新潟を代表する秋の味覚「おけさ柿」。300年ほど前に変種で生まれた種なし柿は当時、世にも珍しい柿として「八珍柿」とも呼ばれていました。その主要産地は佐渡島で、“おけさ”とは民謡「佐渡おけさ」から名付けられたものでした。そんな柿を約80年、親子4代に渡って栽培しているのが吹上農園です。
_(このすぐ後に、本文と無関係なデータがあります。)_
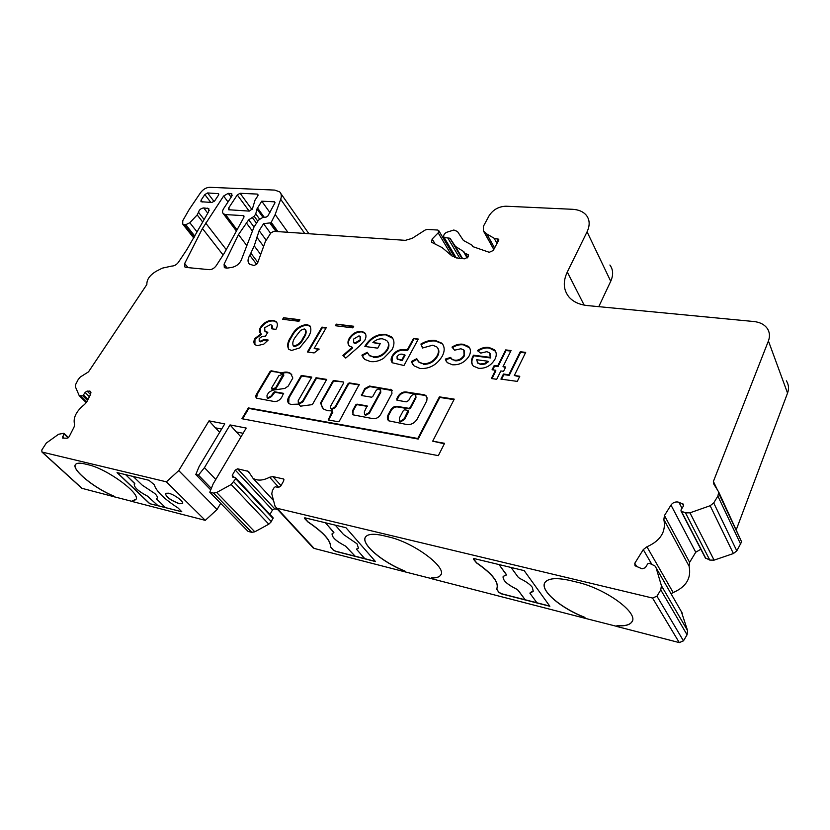 <?xml version="1.0" encoding="UTF-8"?>
<svg xmlns="http://www.w3.org/2000/svg" width="830" height="830" viewBox="0 0 830 830"><rect width="100%" height="100%" fill="white"/><g stroke="black" fill="none" stroke-linecap="round" stroke-linejoin="round"><path stroke-width="1.25" d="M271.929 389.197L276.079 388.399L283.839 375.233L283.476 374.081M271.555 388.035L272.033 388.876L275.643 387.859L283.372 373.946L278.818 375.751L271.555 388.035M274.284 401.523C277.365 401.668 279.886 400.185 281.837 397.062L283.528 393.337L274.377 391.75L271.099 396.035L267.737 397.902L267.104 397.643L267.011 395.329L268.764 392.372L272.551 390.214L284.825 388.43L288.207 386.095L292.834 378.034L290.687 373.542C288.415 371.871 285.406 371.643 281.671 372.877L271.202 370.782L270.103 371.404L256.875 393.607C255.536 395.568 255.453 397.103 256.636 398.213L274.284 401.523M283.684 393.773L274.823 392.289L271.545 396.564L268.194 398.442L267.229 397.778M290.884 404.397L298.748 404.117L300.439 406.171L312.36 404.615L326.73 379.403L316.033 377.743L302.442 401.378L299.007 403.287L298.323 402.996L298.198 400.651L311.79 377.09L301.28 375.461L288.498 397.435C287.201 400.091 287.377 402.156 289.027 403.608L290.884 404.397M326.481 379.85L316.469 378.293L302.888 401.917L299.454 403.826L298.416 403.1M327.549 410.726L332.332 410.85L328.265 419.918L338.183 421.754L339.366 421.101L359.214 384.508L349.295 382.9L348.133 383.543L335.03 406.928L331.512 408.879L330.776 408.557L330.61 406.181L343.724 382.858L343.413 381.987L333.951 380.524L332.799 381.157L320.494 403.09L323.41 408.951L327.549 410.726M359.369 384.954L349.721 383.46L348.558 384.103L335.465 407.489L331.948 409.429L330.838 408.63M399.303 420.955L400.631 421.931L404.635 419.306L408.599 411.815L408.246 410.632M399.438 417.915L399.323 420.966L400.216 421.36L404.22 418.735L408.111 410.445L404.615 409.781L403.401 410.456L399.438 417.915M380.576 389.913L380.783 392.289L369.36 413.278L365.76 415.249L364.557 414.377M365.335 414.689L364.526 414.346L364.329 411.929L367.13 405.901L356.993 404.137L355.811 404.791L352.709 410.414L353.051 414.834L373.106 418.683C376.187 418.891 378.688 417.521 380.607 414.564L391.947 393.534L391.667 389.872L369.464 386.043L364.712 388.668L361.424 395.505L371.55 397.207L372.743 396.553L375.783 390.992C377.152 389.156 378.625 388.627 380.192 389.405L380.368 391.719L368.925 412.707L365.335 414.689M375.336 561.381L364.827 558.694L356.827 549.605L356.63 549.014L358.446 548.153L357.025 543.806L343.527 534.51L335.268 525.141M549.719 606.076L536.917 602.788L529.934 593.253L533.192 591.344L532.424 587.433C529.996 584.299 525.846 581.342 519.974 578.562L518.293 577.358L511.052 567.461M133.246 476.493L142.231 485.156L154.826 493.518C157.036 495.718 157.804 497.253 157.109 498.135L156.756 499.162L165.512 507.618L181.801 511.757L178.191 508.085C164.101 498.892 156.113 491.101 154.235 484.689L148.923 480.269L117.061 472.592L149.649 503.675L181.801 511.757M134.937 483.9L125.662 474.667M125.579 474.646L134.585 483.278L134.335 484.305C133.941 487.345 138.382 491.339 147.657 496.267L157.918 505.667L149.649 503.675M168.511 493.196L165.357 493.321C165.979 496.942 170.607 500.407 179.249 503.727L182.476 503.613C184.54 502.005 174.518 494.504 168.511 493.196M165.305 493.383C166.415 497.118 171.094 500.521 179.311 503.613L182.6 503.437M63.837 433.26L58.536 434.277L46.293 443.085L41.801 450.026L41.956 452.039L166.384 481.825L178.741 470.61L209.025 420.862L224.743 423.902L199.138 466.47L195.797 474.532L198.453 475.144L204.45 467.653L230.045 424.929L246.199 428.052L213.144 483.911L209.793 492.2L213.549 493.103L216.672 492.512L231.186 484.513L235.73 478.723L235.668 477.841L232.379 477.001L232.265 475.237L235.284 470.091L237.598 468.815L248.346 471.357L253.005 478.277C257.507 481.006 263.048 480.653 269.615 477.229L272.883 476.586L283.58 479.014L283.736 480.809L280.727 486.141L278.33 487.449L275.404 486.785L274.211 487.438L272.354 490.727L271.773 493.881L275.114 506.425L277.044 508.282L652.546 598.046L656.935 596.189L660.773 589.891L661.406 585.69L656.136 567.876L654.891 565.884L649.164 563.197L647.732 563.809L645.315 567.72L642.088 568.83L635.012 565.738L634.774 563.3L643.281 549.605L646.923 546.783C660.556 540.755 666.21 531.667 663.865 519.507L664.457 515.555L670.982 505.076C672.705 502.679 675.039 501.662 677.996 502.015L683.173 504.049L683.308 506.217L680.984 509.994L681.057 511.093L685.487 512.857L689.958 512.826L710.148 505.729L713.717 502.928L717.877 496.091L718.739 492.065L713.561 483.693L713.395 481.442L768.414 340.943C770.115 336.368 769.742 332.218 767.304 328.514C764.43 324.52 759.969 322.196 753.931 321.532L587.547 305.585C579.465 304.724 573.281 301.881 569.017 297.067C563.373 290.012 562.792 281.681 567.295 272.043L587.069 231.819C590.026 225.449 589.84 219.992 586.488 215.468C583.407 211.712 578.749 209.648 572.492 209.295L505.989 206.214C498.706 206.494 493.082 209.658 489.119 215.717L483.33 226.455L483.444 230.979L486.795 233.967L494.141 238.251L498.457 239.154L498.872 239.901L493.269 250.473L489.275 252.31L472.716 246.583L471.803 245.006L463.379 240.42L457.475 231.508L453.865 230.003L446.27 232.431C443.822 234.185 443.116 235.865 444.133 237.484L449.995 238.241L455.431 246.427L463.866 251.677L464.727 253.16L468.276 254.706L468.13 256.885L464.707 258.804L458.419 258.327L451.873 255.889L442.141 247.599L431.517 242.246L432.16 239.019L438.188 232.857L438.676 230.481L437.638 230.045L427.243 229.412L425.188 230.014L412.168 238.345L405.382 240.347L273.734 231.321L270.767 233.033L265.341 241.613L257.466 263.38L254.198 265.6L249.56 264.189C247.454 262.083 247.537 259.126 249.799 255.308L254.229 245.877L259.147 230.636L263.567 223.706L270.995 222.772L275.176 214.524L280.685 199.283C281.775 196.119 281.432 193.649 279.679 191.886L274.823 190.101L209.731 187.3C206.234 187.487 203.194 189.261 200.59 192.622L189.219 209.451L182.745 220.728L182.725 224.09L184.073 224.577L185.775 224.691L189.831 222.731L197.187 214.918L198.495 212.273C199.169 209.803 200.912 208.351 203.734 207.925L208.807 208.589L208.589 211.764L186.823 249.664L178.471 262.218C176.541 264.749 174.31 266.036 171.8 266.067L162.338 268.142L156.351 271.192C149.846 275.072 146.682 279.502 146.869 284.483L88.509 371.85L80.209 377.09L78.165 379.601L75.686 384.394L75.364 386.728L79.203 395.63L82.793 395.858L85.137 392.455L87.067 391.075L90.377 391.314L90.605 394.354L86.745 401.969L84.567 404.438C76.329 411.047 72.978 417.656 74.513 424.286L74.181 426.786L69.118 436.788L67.147 438.209L62.665 438.095L63.837 433.26M314.176 348.403L319.166 349.088L314.114 352.926L307.39 351.982L321.936 327.124L326.273 327.663L314.176 348.403L318.616 349.503M336.326 324.146L353.725 326.252L352.812 327.86L335.403 325.733L336.326 324.146L353.445 326.74M364.816 340.248L359.442 346.12L345.747 358.072L342.915 355.437L352.294 347.262L349.44 346.089C347.531 344.108 347.48 341.483 349.295 338.215C352.408 333.515 356.464 331.222 361.455 331.336L364.484 332.54C366.352 334.469 366.466 337.042 364.816 340.248M442.151 356.35C436.819 364.92 429.494 368.977 420.167 368.53L413.994 365.812L411.358 361.558L416.753 358.685L418.797 361.88L422.937 363.716C428.975 363.945 433.706 361.278 437.14 355.707C439.039 352.127 438.935 349.212 436.829 346.95L432.71 345.197L422.48 348.009L420.914 344.035C425.811 341.12 430.573 339.927 435.221 340.445L441.705 343.132C444.839 346.567 444.984 350.976 442.151 356.35M469.178 355.873C465.049 362.305 459.415 365.262 452.288 364.744L447.214 362.606L445.326 359.089L450.669 357.429L451.728 359.027L454.633 360.189C458.658 360.521 461.791 358.84 464.053 355.178L463.814 349.97L460.889 348.766L454.581 350.177L451.997 347.106C455.732 344.689 459.436 343.745 463.119 344.263L468.587 346.483C470.818 348.953 471.015 352.086 469.178 355.873M478.64 368.323L473.411 366.123C471.015 363.457 470.88 360.116 472.996 356.122L473.484 355.199L490.26 357.367L489.638 352.864L486.805 351.671L480.746 353.113L477.395 350.613C481.224 347.946 485.094 346.899 489.005 347.469L494.4 349.752C496.651 352.252 496.848 355.396 494.981 359.183C491.204 365.605 485.758 368.655 478.64 368.323M410.809 396.512C412.209 394.603 413.734 394.074 415.384 394.914L415.581 397.259L410.093 407.644L408.868 408.308L396.968 406.358C394.447 406.202 392.434 407.312 390.899 409.688L388.16 414.793C386.936 417.303 387.112 419.316 388.71 420.82L407.042 424.566C411.307 424.856 414.72 422.989 417.262 418.974L426.776 400.817L427.077 397.798L425.842 395.495L424.255 394.79L405.953 391.957C402.685 391.781 400.07 393.223 398.099 396.273L396.833 398.628L396.968 400.205L406.233 401.855L408.671 400.517L410.809 396.512M438.344 455.639L444.59 443.313L432.71 441.176L454.249 399.147L439.402 396.854L417.791 438.479L248.357 407.914L241.914 418.725L438.344 455.639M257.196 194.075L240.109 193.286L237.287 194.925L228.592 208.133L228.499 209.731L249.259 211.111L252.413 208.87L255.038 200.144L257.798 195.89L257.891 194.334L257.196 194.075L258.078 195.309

一般に炭酸ガスで渋抜きが行われるおけさ柿ですが、吹上農園ではより甘さが引き出され食味も良いからと、昔ながらのアルコールによる渋抜きにこだわっています。また、木材チップ・米ぬか・牡蠣ガラを混ぜた自然由来の有機肥料を使用し、土づくりにも余念がありません。
そんな吹上農園では、新潟を代表するもう一つの秋の味覚、西洋梨「ル レクチエ」も手掛けています。明治36年頃にフランス(オルレアン)から新潟に伝わったもので、栽培が非常に難しく、生産量も限られているため“幻の西洋梨”とも呼ばれていました。気候がル レクチエの故郷フランスとよく似ていることから、現在もそのほとんどが新潟県でつくられています。
10月中頃に収穫後、40日ほど追熟させ食べ頃を迎えたル レクチエは、柔らかな甘みで芳醇な香りがほとばしります。果肉がきめ細かく、口に入れるととろけるような舌触りで、濃厚な味わいです。西洋梨といえばのラ フランスとはまた違う味わいです。
『おいしい と しあわせ』を全国へ届けたい、と話す吹上農園さんのおけさ柿とル レクチエ。そんなル レクチエは新潟県果樹振興協会主催の果樹品評会にて、平成16年度『最優秀賞』、平成29年度『優良賞』を受賞しました。佐渡の自然と共に育まれてきた秋の味覚を、是非ご堪能ください。